If you have a child attending one of Georgia’s public universities, you may have the perception that the cost of college is going up faster here than just about anywhere else. That perception is accurate.

A new study released by the Urban Institute shows that from 2010–2015, the tuition for four-year public colleges increased by 48 percent in Georgia. That was higher than the increases in every other state except Louisiana, where tuition costs went up by 56 percent.

In 2001–2002, Georgia provided an average of $10,598 in public funds for every full-time college student. Thanks to budget-cutting and an economic downturn, that amount was reduced to $8,553 in 2011–2012. Thankfully, the money Georgia allocates for colleges increased to $8,882 per student by 2013-14, but that’s still a substantial drop from what it once was.

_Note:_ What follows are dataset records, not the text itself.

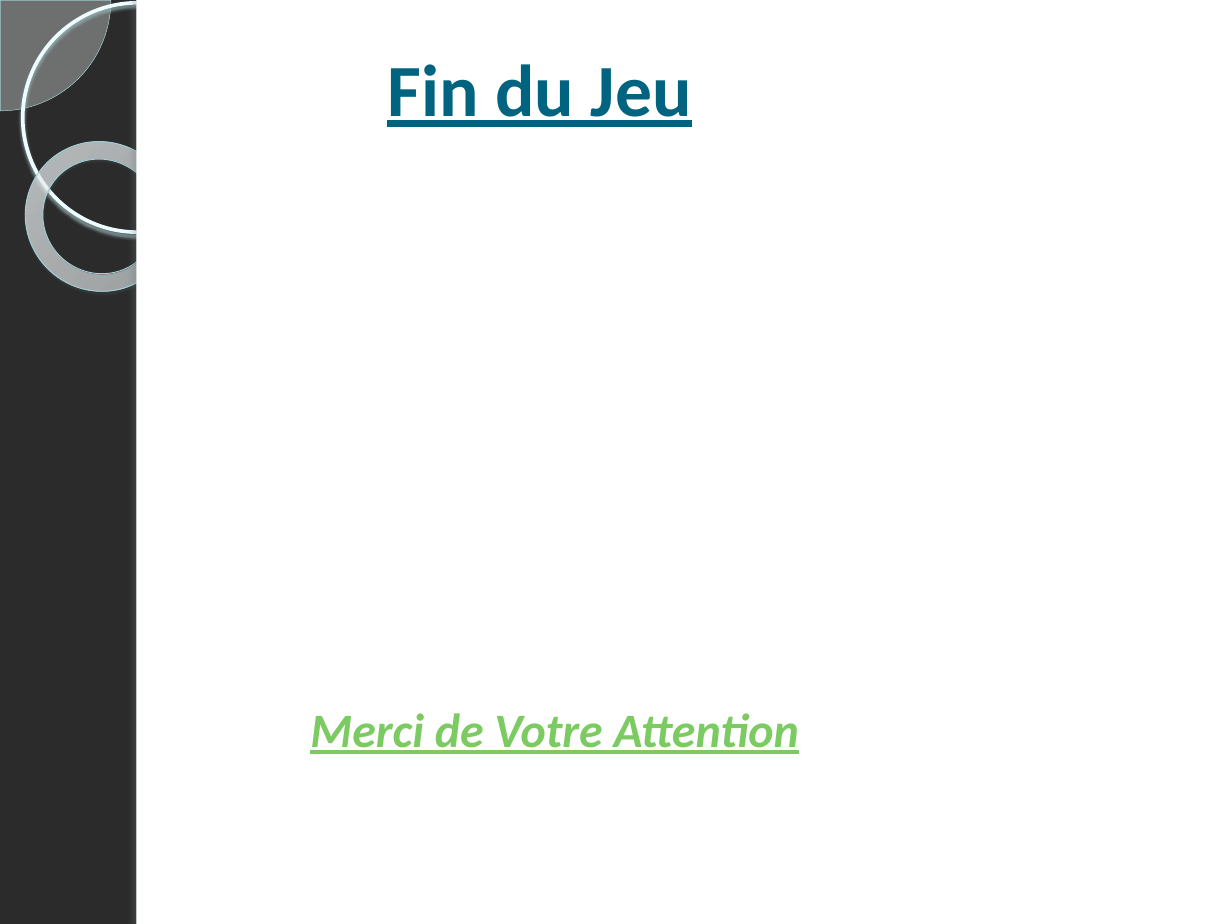
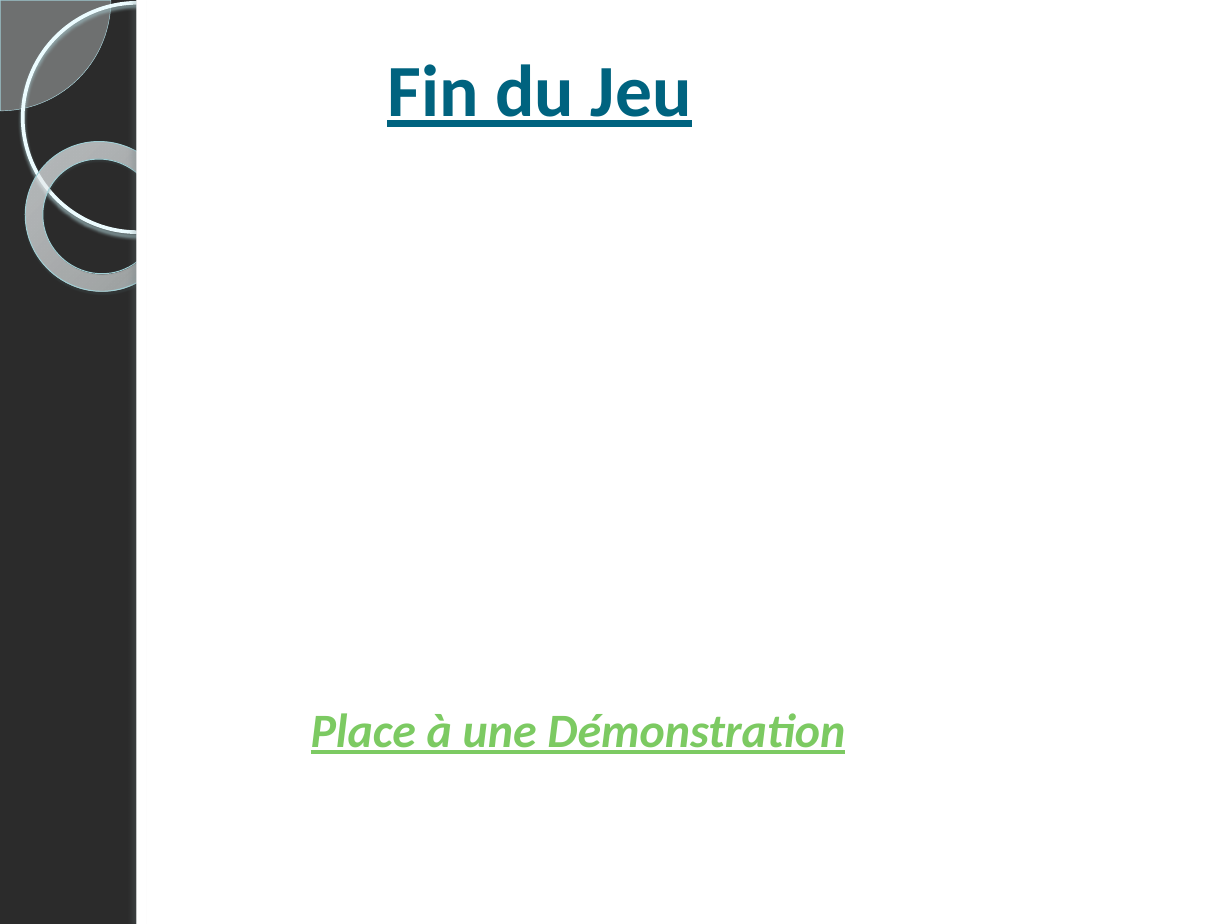
Before and after one commit to bacisn2/projetISN, a slide deck: slide 13 of For Synthèse/Diapo ISN.pptx (slide 10 before the commit). Drawn at 1232x924 pixels with LibreOffice and Linux fonts; fonts in the diff are those of the drawing; background and template pictures are left out; a plain dark background stands for a picture behind light text. Boxes give left, top, right and bottom in pixels: in the first picture for what was removed or moved away, otherwise in the second. Text is boxed around its words. In the diff, an @@ line names an element or a change of style, - is before the commit and + after.

```diff
--- a/For Synthèse/Diapo ISN.pptx
+++ b/For Synthèse/Diapo ISN.pptx
@@ text at <box>311,713,845,754</box>: text changed @@
-Merci de Votre Attention
+Place à une Démonstration
```
Also in this commit, not shown: 6 other slides changed, 4 slides added, 1 slide removed, 9 other files.

As the state provided less money for public colleges, the Board of Regents made up the difference by raising tuition rates. The average tuition has tripled since the 2002-03 academic year. There was a time when tuition only had to cover about 25 percent of the costs of attending college. Today, tuition has to cover about half the cost, placing more of a financial burden on college students.

Here’s another important number: the amount of money allocated to instructional expenditures.  This is the money that pays for professors’ salaries and for the classrooms and lab facilities used by students. During the 2012–2013 academic year, the national average expenditure per student for instructional purposes was $9,480. Georgia’s per-student expenditure for that year was $6,669, ranking it 46th in the country. Only Florida, Utah, Montana and South Dakota spent less per student.  

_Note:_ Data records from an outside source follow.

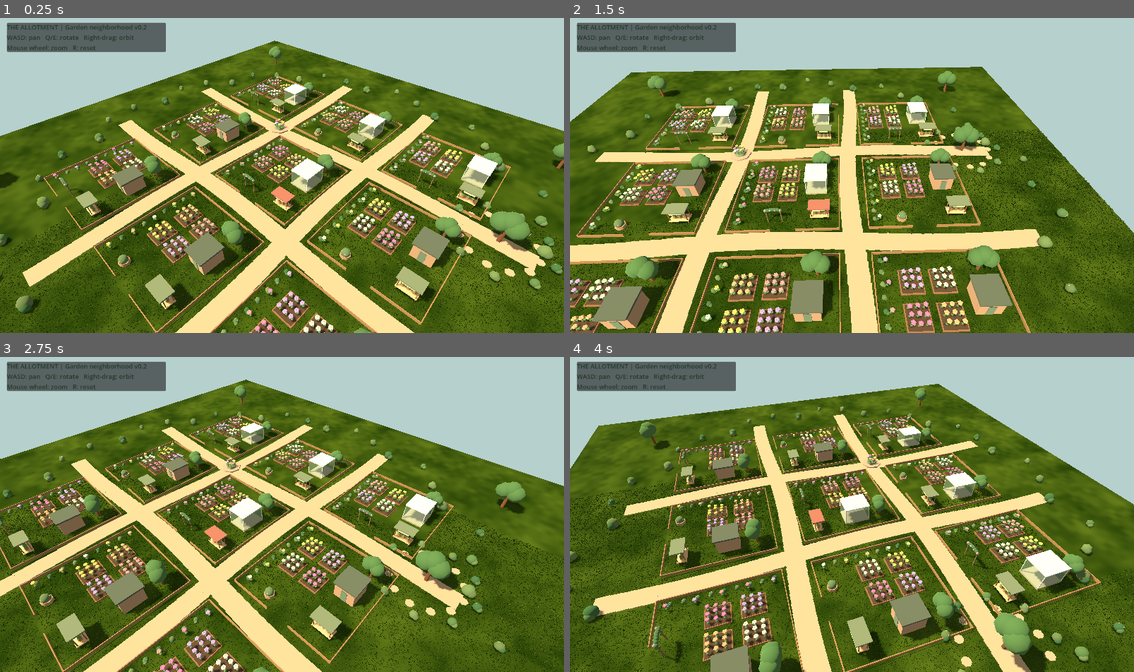
Above: before the commit, frames 1-4 (two rows, left to right).
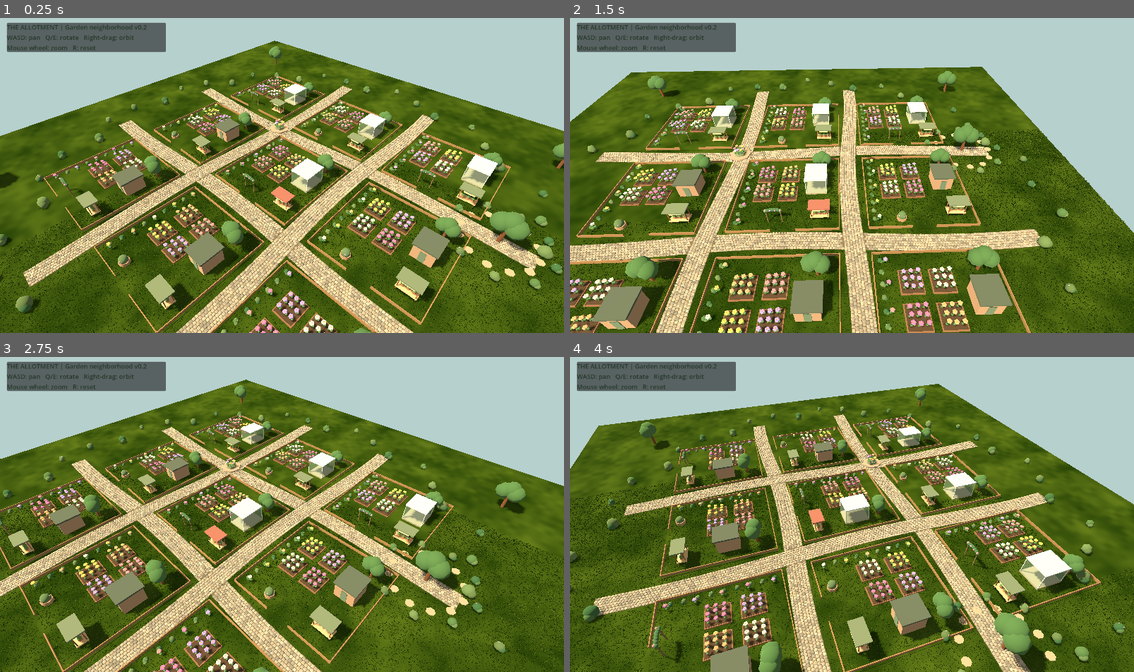
Above: after the commit, the same moments.

Repository: jessicaleigh333/TheAllotment
Game: Godot game, scene res://main.tscn
Two runs of this game, one before a commit and one after it. Both use one fixed random seed, a clock stepped at 60 frames per second and the inputs below.
Inputs (mouse positions are in pixels of both pictures, inside the frame that each line leads up to):
- Up to frame 1 (0.25 s): no input
- Up to frame 2 (1.5 s): tap Enter at 0.5 s; move the mouse to (976, 159) at 0.52 s; hold D 0.53-1.25 s; hold Q 0.53-1.25 s; click (976, 159) at 0.67 s; drag from (739, 191) to (823, 238) at 1.27 s
- Up to frame 3 (2.75 s): move the mouse to (338, 445) at 2.02 s; hold D from 2.03 s (still down); tap R at 2.1 s
- Up to frame 4 (4 s): release D at 2.75 s; drag from (823, 577) to (682, 467) at 2.77 s; move the mouse to (1021, 561) at 3.52 s; hold A from 3.53 s (still down); hold E from 3.53 s (still down)

The runs differ from the first frame. In frame 1, 6.4% of the frame differs, in the area x 4-96%, y 21-100%; in frame 2, 6.1%; in frame 3, 6.2%; in frame 4, 6.3%.

Commit message:
Add worn limestone cobblestone garden paths

Diff:
--- /dev/null
+++ b/the-allotment-garden-world-v-02/scripts/cobble_paths.gd
@@ -0,0 +1,85 @@
+extends RefCounted
+## Worn limestone/setts in staggered courses, over recessed earthy joints.
+const STONE_SHADER = preload("res://shaders/cobblestone.gdshader")
+const WIDTH := 3.1
+const STEP := 0.44
+var stone_mesh: ArrayMesh
+var material: ShaderMaterial
+
+func _init() -> void:
+	stone_mesh = _stone_mesh()
+	material = ShaderMaterial.new()
+	material.shader = STONE_SHADER
+
+func build(parent: Node3D, vertical: bool, lane: float) -> void:
+	var rng := RandomNumberGenerator.new()
+	rng.seed = 45713 + int(lane * 10.0) + (1000 if vertical else 0)
+	var transforms: Array[Transform3D] = []
+	var colors: Array[Color] = []
+	for row in range(178):
+		for col in range(7):
+			# Half-course offsets give hand-laid stones a quietly irregular rhythm.
+			var along := -38.78 + row * STEP + (STEP * 0.5 if col % 2 == 1 else 0.0)
+			if along > 38.94:
+				continue
+			var side := _curve(along, lane)
+			var across := (col - 3) * 0.44 + rng.randf_range(-0.012, 0.012)
+			var x := side + across if vertical else along
+			var z := along if vertical else side + across
+			# Intersections are paved once, preventing overlapping stones/flicker.
+			if not vertical and _in_vertical_lane(x, z):
+				continue
+			var derivative := 0.66 * TAU * 1.3 / 78.0 * cos((along + 39.0) / 78.0 * TAU * 1.3 + lane * 0.08)
+			var angle := atan(derivative) if vertical else PI * 0.5 - atan(derivative)
+			angle += rng.randf_range(-0.055, 0.055)
+			var scale_value := Vector3(rng.randf_range(0.94, 1.04), rng.randf_range(0.87, 1.12), rng.randf_range(0.94, 1.04))
+			transforms.append(Transform3D(Basis(Vector3.UP, angle).scaled(scale_value),Vector3(x, 0.029 + rng.randf_range(-0.003, 0.003), z)))
+			# Muted cream, warm grey, and aged sandstone; avoid bright yellow paving.
+			var palette := [Color("9d998a"), Color("aaa391"), Color("b2a993"), Color("918f83"), Color("a9a698"), Color("b8b09d")]
+			var tone: Color = palette[rng.randi_range(0, palette.size() - 1)]
+			tone *= rng.randf_range(0.94, 1.05)
+			colors.append(Color(tone.r, tone.g, tone.b, rng.randf()))
+	var multi := MultiMesh.new()
+	multi.transform_format = MultiMesh.TRANSFORM_3D
+	multi.use_custom_data = true
+	multi.mesh = stone_mesh
+	multi.instance_count = transforms.size()
+	for i in range(transforms.size()):
+		multi.set_instance_transform(i, transforms[i])
+		multi.set_instance_custom_data(i, colors[i])
+	var stones := MultiMeshInstance3D.new()
+	stones.name = "Cobblestones_%s_%s" % ["NorthSouth" if vertical else "EastWest", str(lane)]
+	stones.multimesh = multi
+	stones.material_override = material
+	parent.add_child(stones)
+
+func _curve(along: float, lane: float) -> float:
+	return lane + 0.66 * sin((along + 39.0) / 78.0 * TAU * 1.3 + lane * 0.08)
+
+func _in_vertical_lane(x: float, z: float) -> bool:
+	for lane in [-11.0, 11.0]:
+		if abs(x - _curve(z, lane)) < WIDTH * 0.5 + 0.19:
+			return true
+	return false
+
+func _stone_mesh() -> ArrayMesh:
+	var surface := SurfaceTool.new()
+	surface.begin(Mesh.PRIMITIVE_TRIANGLES)
+	surface.set_color(Color.WHITE)
+	# An eight-sided outline with chamfered corners and a softly domed crown.
+	var outline := [Vector2(-0.15,-0.205),Vector2(0.145,-0.205),Vector2(0.20,-0.145),Vector2(0.20,0.145),Vector2(0.145,0.205),Vector2(-0.15,0.205),Vector2(-0.20,0.145),Vector2(-0.20,-0.145)]
+	for i in range(8):
+		var next := (i+1) % 8
+		var a: Vector2 = outline[i]
+		var b: Vector2 = outline[next]
+		var lower_a := Vector3(a.x, 0.0, a.y)
+		var lower_b := Vector3(b.x, 0.0, b.y)
+		var edge_a := Vector3(a.x, 0.032, a.y)
+		var edge_b := Vector3(b.x, 0.032, b.y)
+		var upper_a := Vector3(a.x*0.84, 0.064, a.y*0.84)
+		var upper_b := Vector3(b.x*0.84, 0.064, b.y*0.84)
+		for vertex in [lower_a,lower_b,edge_a, lower_b,edge_b,edge_a, edge_a,edge_b,upper_a, edge_b,upper_b,upper_a, upper_a,upper_b,Vector3(0,0.07,0)]:
+			surface.set_uv(Vector2(vertex.x,vertex.z))
+			surface.add_vertex(vertex)
+	surface.generate_normals()
+	return surface.commit()
--- a/the-allotment-garden-world-v-02/scripts/world.gd
+++ b/the-allotment-garden-world-v-02/scripts/world.gd
@@ -7,6 +7,8 @@
 const COLOURS := [Color("df909d"), Color("f0c86b"), Color("a995d4"), Color("f3e5ce"), Color("c879ad"), Color("e7aa7f")]
 const Lawn = preload("res://scripts/lawn.gd")
 var lawn = Lawn.new()
+const CobblePaths = preload("res://scripts/cobble_paths.gd")
+var cobble_paths = CobblePaths.new()
 var camera: Camera3D
 var focus := Vector3(0.0, 0.0, 0.0)
 var orbit := 0.75
@@ -150,7 +152,7 @@
 
 func _build_neighborhood() -> void:
 	lawn.cover_ground(_box(Vector3(0, -0.43, 0), Vector3(108, 0.65, 108), Color("668557")))
-	# Paths are composed of small overlapping stone segments, producing gentle curves.
+	# Curved cobblestone lanes sit above a recessed bed of earthy joints.
 	for lane in [-11.0, 11.0]:
 		_path_curve(true, lane)
 		_path_curve(false, lane)
@@ -170,13 +172,14 @@
 		var t := float(i) / 48.0
 		var along := -39.0 + 78.0 * t
 		var side := lane + 0.66 * sin(t * TAU * 1.3 + lane * 0.08)
-		var here := Vector3(side, 0.045, along) if vertical else Vector3(along, 0.045, side)
+		var here := Vector3(side, 0.004, along) if vertical else Vector3(along, 0.004, side)
 		if i > 0:
 			var midway := (previous + here) * 0.5
-			var piece := _box(midway, Vector3(3.1, 0.085, previous.distance_to(here) + 0.20), Color("bda88b"))
+			var piece := _box(midway, Vector3(3.1, 0.05, previous.distance_to(here) + 0.20), Color("706958"))
 			if not vertical:
 				piece.rotation.y = PI * 0.5
 		previous = here
+	cobble_paths.build(self, vertical, lane)
 
 func _build_plot(origin: Vector3, gx: int, gz: int) -> void:
 	var plot := Node3D.new()
--- /dev/null
+++ b/the-allotment-garden-world-v-02/shaders/cobblestone.gdshader
@@ -0,0 +1,32 @@
+shader_type spatial;
+render_mode diffuse_burley;
+varying vec3 world_position;
+varying vec4 stone_tint;
+float hash(vec3 p) { return fract(sin(dot(p,vec3(127.1,311.7,74.7)))*43758.5453); }
+float noise(vec3 p) {
+ vec3 i=floor(p); vec3 f=fract(p); f=f*f*(3.0-2.0*f);
+ return mix(mix(mix(hash(i),hash(i+vec3(1,0,0)),f.x),mix(hash(i+vec3(0,1,0)),hash(i+vec3(1,1,0)),f.x),f.y),mix(mix(hash(i+vec3(0,0,1)),hash(i+vec3(1,0,1)),f.x),mix(hash(i+vec3(0,1,1)),hash(i+vec3(1,1,1)),f.x),f.y),f.z);
+}
+void vertex() {
+ stone_tint=INSTANCE_CUSTOM;
+ float seed=INSTANCE_CUSTOM.a*731.0;
+ // Slightly irregular corners and crown avoid perfectly repeated paving blocks.
+ VERTEX.x += (hash(vec3(VERTEX.xz*31.0,seed))-0.5)*0.012;
+ VERTEX.z += (hash(vec3(VERTEX.zx*43.0,seed+7.0))-0.5)*0.012;
+ VERTEX.y += (hash(vec3(VERTEX.xz*23.0,seed+11.0))-0.5)*0.004*smoothstep(0.0,0.04,VERTEX.y);
+ world_position=(MODEL_MATRIX*vec4(VERTEX,1.0)).xyz;
+}
+void fragment() {
+ float mineral=noise(world_position*17.0);
+ float grain=noise(world_position*140.0);
+ float footprint=max(length(dFdx(world_position)),length(dFdy(world_position)));
+ grain=mix(grain,0.5,smoothstep(0.006,0.04,footprint));
+ ALBEDO=stone_tint.rgb*mix(0.87,1.10,mineral)*mix(0.96,1.04,grain);
+ ROUGHNESS=mix(0.82,0.96,mineral);
+ SPECULAR=0.24;
+ METALLIC=0.0;
+ // Small mineral relief, beneath the actual rounded stone silhouette.
+ float height=noise(world_position*70.0);
+ vec3 bump=vec3(noise((world_position+vec3(0.006,0,0))*70.0)-height,0,noise((world_position+vec3(0,0,0.006))*70.0)-height);
+ NORMAL=normalize(NORMAL-(VIEW_MATRIX*vec4(bump,0.0)).xyz*0.15*(1.0-smoothstep(0.015,0.06,footprint)));
+}
Not shown, changed: the-allotment-garden-world-v-02/README.txt

These numbers are important because Gov. Nathan Deal has said that increasing the number of people who attend college or technical college would be one of his top priorities. “By 2020, more than 60 percent of job openings in Georgia will require some form of postsecondary education,” Deal said during his first term. “To meet this demand, we must increase the number of students graduating with post-secondary degrees in a timely, cost-effective manner.”

When you keep boosting tuition rates, however, you ensure that fewer people will be able to afford college. Since 2011, the total enrollment in Georgia’s public college has declined slightly or stayed flat. University system enrollment is now about 318,000 students, which is where it was in the fall of 2011, even though the state’s overall population has continued to grow.

There are now more than 136,000 students in Georgia who have to take out a loan to help pay college costs. This represents more than half of the University System’s undergraduates. Many students who do manage to stay in college and earn a degree must sign for loans that can take them years to pay off after graduation—if indeed they can ever liquidate them. Last year, according to the University system, there were 9,500 students who were on the verge of being dropped from the college rolls because of money shortages. About 3,000 of them were able to obtain “gap funding” to help pay those final costs, but the rest were presumably kept out of school.

Deal is correct when he says Georgia needs to increase its number of college graduates. That’s the sort of thing all governors should strive for and it would be good for the future of this state.

It’s now time for the governor to step up to the plate and push the legislature to restore public college funding to somewhere near the level it used to be. Otherwise, we’re writing off another generation of students.